Our Transformation is underway
Nuclear
fuel reprocessing at the Sellafield nuclear reprocessing site.
The objectives
of nuclear fuel reprocessing are (a) to separate uranium from plutonium
and (b) to separate a suite of highly active fission products i.e. gamma-emitters
such as caesium-137 and cobalt-60 etc. from both uranium and plutonium.
The reprocessing procedure followed by many reprocessing plants including
BNFL is based on the Purex process and the initial stages include, (a)

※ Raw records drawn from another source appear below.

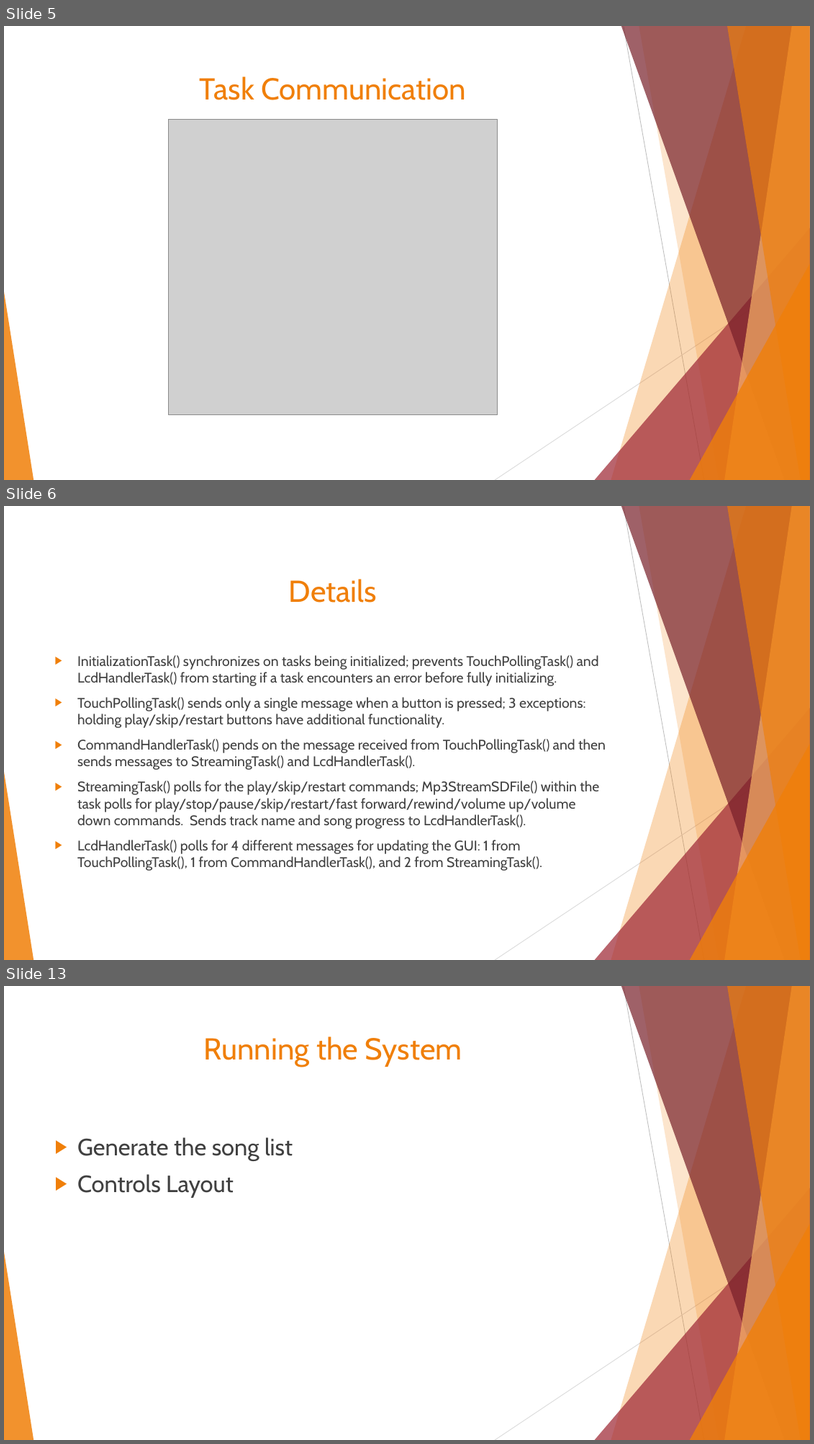
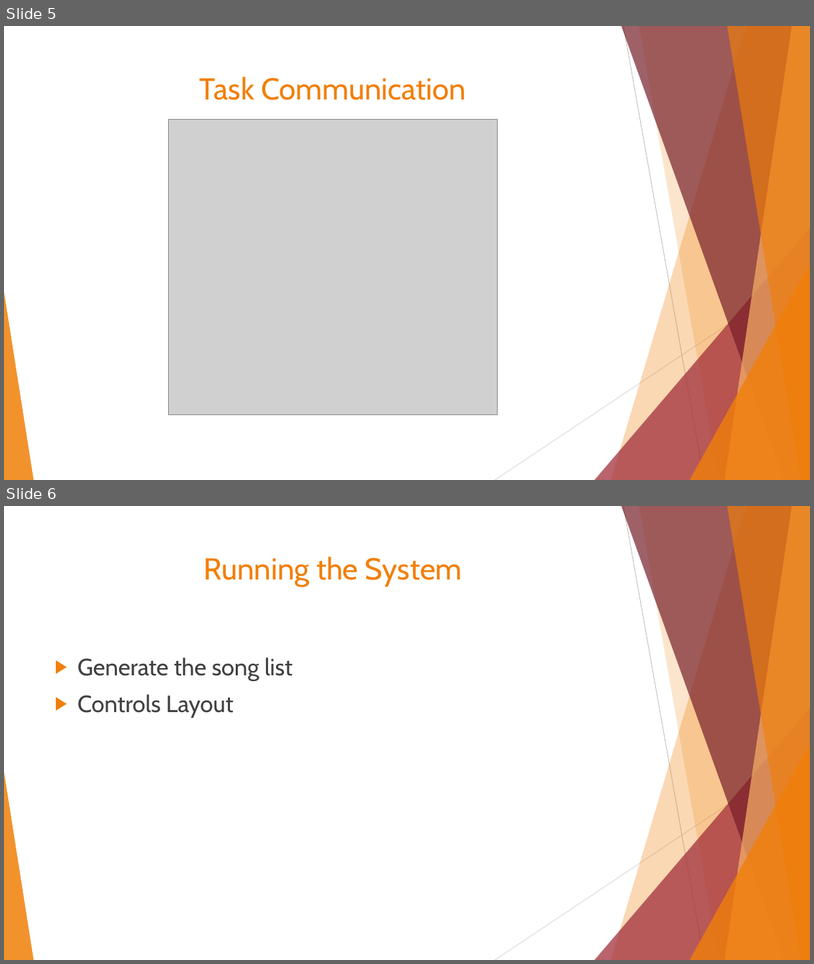
Before and after one commit to baldwinvs/embsys105, a slide deck: Project/Presentation.pptx. Shown one above the other, each under a label of ours: slides 5, 6 and 13 before the commit, slides 5 and 6 after it; the slides between them are not shown. The pictures are 814x1444 and 814x964 pixels, drawn with LibreOffice and Linux fonts; fonts in the diff are those of the drawing; grey boxes stand for pictures. Boxes give left, top, right and bottom in pixels: in the first picture for what was removed or moved away, otherwise in the second. Text is boxed around its words. In the diff, an @@ line names an element or a change of style, - is before the commit and + after.

Commit message:
Refactored touchPolling and updated/added diagrams

```diff
--- a/Project/Presentation.pptx
+++ b/Project/Presentation.pptx
@@ slide 6 removed at <box>4,506,810,960</box>, background #FFFFFF; not listed: 10 template elements that a slide beside it also shows @@
@@ title removed at <box>289,579,377,602</box> @@
-Details
@@ text removed at <box>77,655,606,870</box> @@
-▶ InitializationTask() synchronizes on tasks being initialized; prevents TouchPollingTask() and LcdHandlerTask() from starting if a task encounters an error before fully initializing.
-▶ TouchPollingTask() sends only a single message when a button is pressed; 3 exceptions: holding play/skip/restart buttons have additional functionality.
-▶ CommandHandlerTask() pends on the message received from TouchPollingTask() and then sends messages to StreamingTask() and LcdHandlerTask().
-▶ StreamingTask() polls for the play/skip/restart commands; Mp3StreamSDFile() within the task polls for play/stop/pause/skip/restart/fast forward/rewind/volume up/volume down commands. Sends track name and song progress to LcdHandlerTask().
-▶ LcdHandlerTask() polls for 4 different messages for updating the GUI: 1 from TouchPollingTask(), 1 from CommandHandlerTask(), and 2 from StreamingTask().
@@ what was slide 13 is now slide 6 @@
```
Also in this commit, not shown: 7 slides changed, 1 slide added, 9 other files.
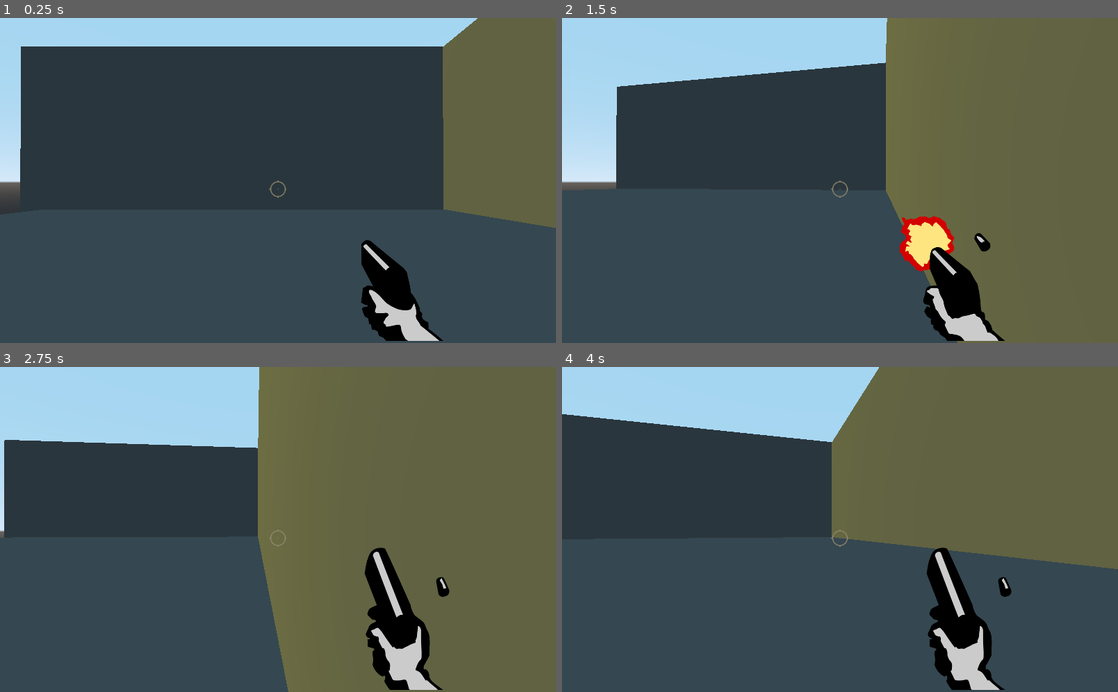
Above: before the commit, frames 1-4 (two rows, left to right).
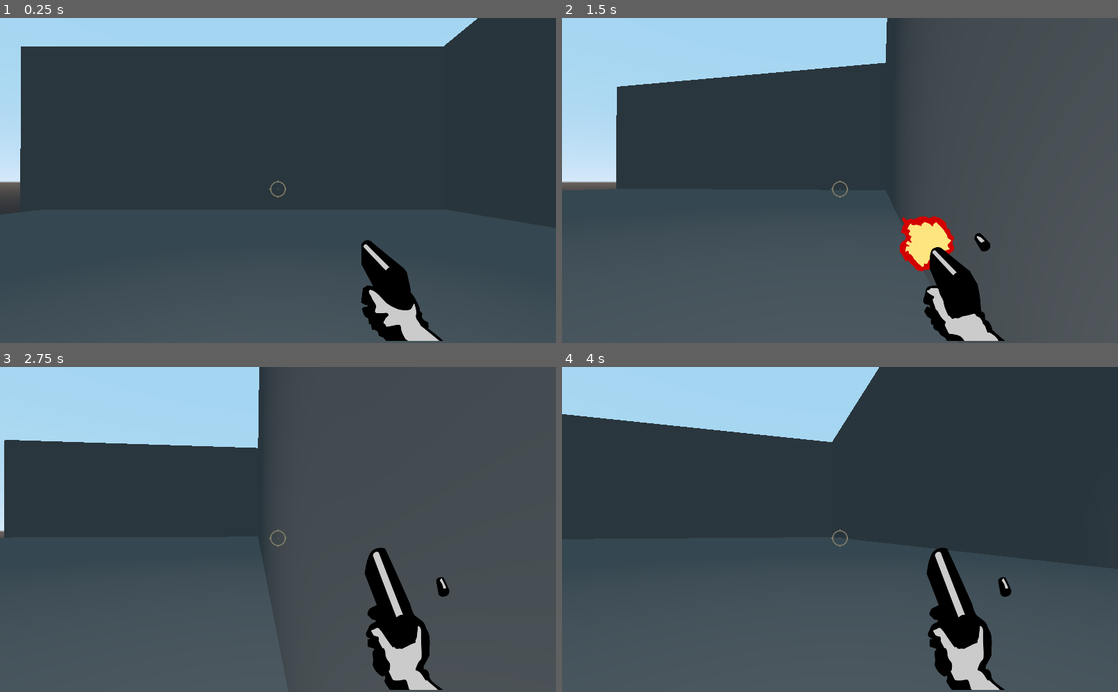
Above: after the commit, the same moments.

Repository: Andrew-Bubar/The-Fast-Shooter
Game: Godot game, scene res://main.tscn
Same seed, same stepped clock (60 frames per second), same inputs: the game is played once before the commit and once after it.
Inputs (mouse positions are in pixels of both pictures, inside the frame that each line leads up to):
- Up to frame 1 (0.25 s): no input
- Up to frame 2 (1.5 s): move the mouse to (867, 180) at 0.52 s; hold D (right) 0.53-1.28 s; tap 1 (Weapon1) at 0.6 s; move the mouse to (812, 180) at 1.27 s; hold S (backward) from 1.28 s (still down); tap 2 (Weapon2) at 1.35 s
- Up to frame 3 (2.75 s): move the mouse to (289, 523) at 2.02 s; release S (backward) at 2.03 s; hold D (right) from 2.03 s (still down); tap 3 (Weapon3) at 2.1 s
- Up to frame 4 (4 s): move the mouse to (834, 536) at 2.77 s; tap W (foward) at 2.85 s; move the mouse to (878, 532) at 3.52 s; release D (right) at 3.53 s; press the mouse at (878, 532) at 3.53 s; hold A (left) from 3.53 s (still down)

The runs differ from the first frame. In frame 1, 12% of the frame differs, in the area x 79-100%, y 0-65%; in frame 2, 23%; in frame 3, 41%, in the area x 46-100%, y 0-100%; in frame 4, 28%.

Commit message:
Added some basic lighting

Diff:
--- a/Objects/Gun1.tscn
+++ b/Objects/Gun1.tscn
@@ -9,3 +9,5 @@
 texture = ExtResource( 1 )
 hframes = 4
 script = ExtResource( 2 )
+
+[node name="RayCast" type="RayCast" parent="."]
--- a/Objects/Player.tscn
+++ b/Objects/Player.tscn
@@ -57,3 +57,6 @@
 __meta__ = {
 "_edit_use_anchors_": false
 }
+
+[node name="OmniLight" type="OmniLight" parent="."]
+omni_range = 10.1485
--- a/main.tscn
+++ b/main.tscn
@@ -51,10 +51,6 @@
 [node name="CollisionShape" type="CollisionShape" parent="MeshInstance3/StaticBody"]
 shape = SubResource( 3 )
 
-[node name="DirectionalLight" type="DirectionalLight" parent="."]
-transform = Transform( 0.158968, 0, 0.987284, 0, 1, 0, -0.987284, 0, 0.158968, 0, 0, 0 )
-light_color = Color( 1, 0.956863, 0.317647, 1 )
-
 [node name="Player" parent="." instance=ExtResource( 1 )]
 transform = Transform( 1, 0, 0, 0, 1, 0, 0, 0, 1, -8.63066, 2.14128, 0.717115 )
 speed = 20.0

receipt bay and cooling, (b) decanning, (c) dissolution and off-gas
treatment (d) primary separation, (e) uranium / plutonium separation
and (f) plutonium purification (BNFL info. Sheet 1989). I will describe
the reprocessing procedure for Magnox fuel rods only. The reprocessing
of ceramic uranium oxide only differs in the initial dissolution stage
due to the non-solubility of zirconium and stainless steel in a nitric
acid medium (Jenkins et al 1984).
Firstly,
irradiated fuel rods are transported to the receipt bay, discharged
into rod skips and nominally stored under water for a minimum period
of 150 days to allow for the decay of some of the shorter-lived nuclides
such as iodine-131 and promethium-144 (Lambert 1990). The fuel rod is
then stripped of its magnesium alloy sheath in the decanning plant and
dissolved in nitric acid. The dissolution stage produces uranium oxide
nitrate and plutonium nitrates which are either tetra or hexavalent.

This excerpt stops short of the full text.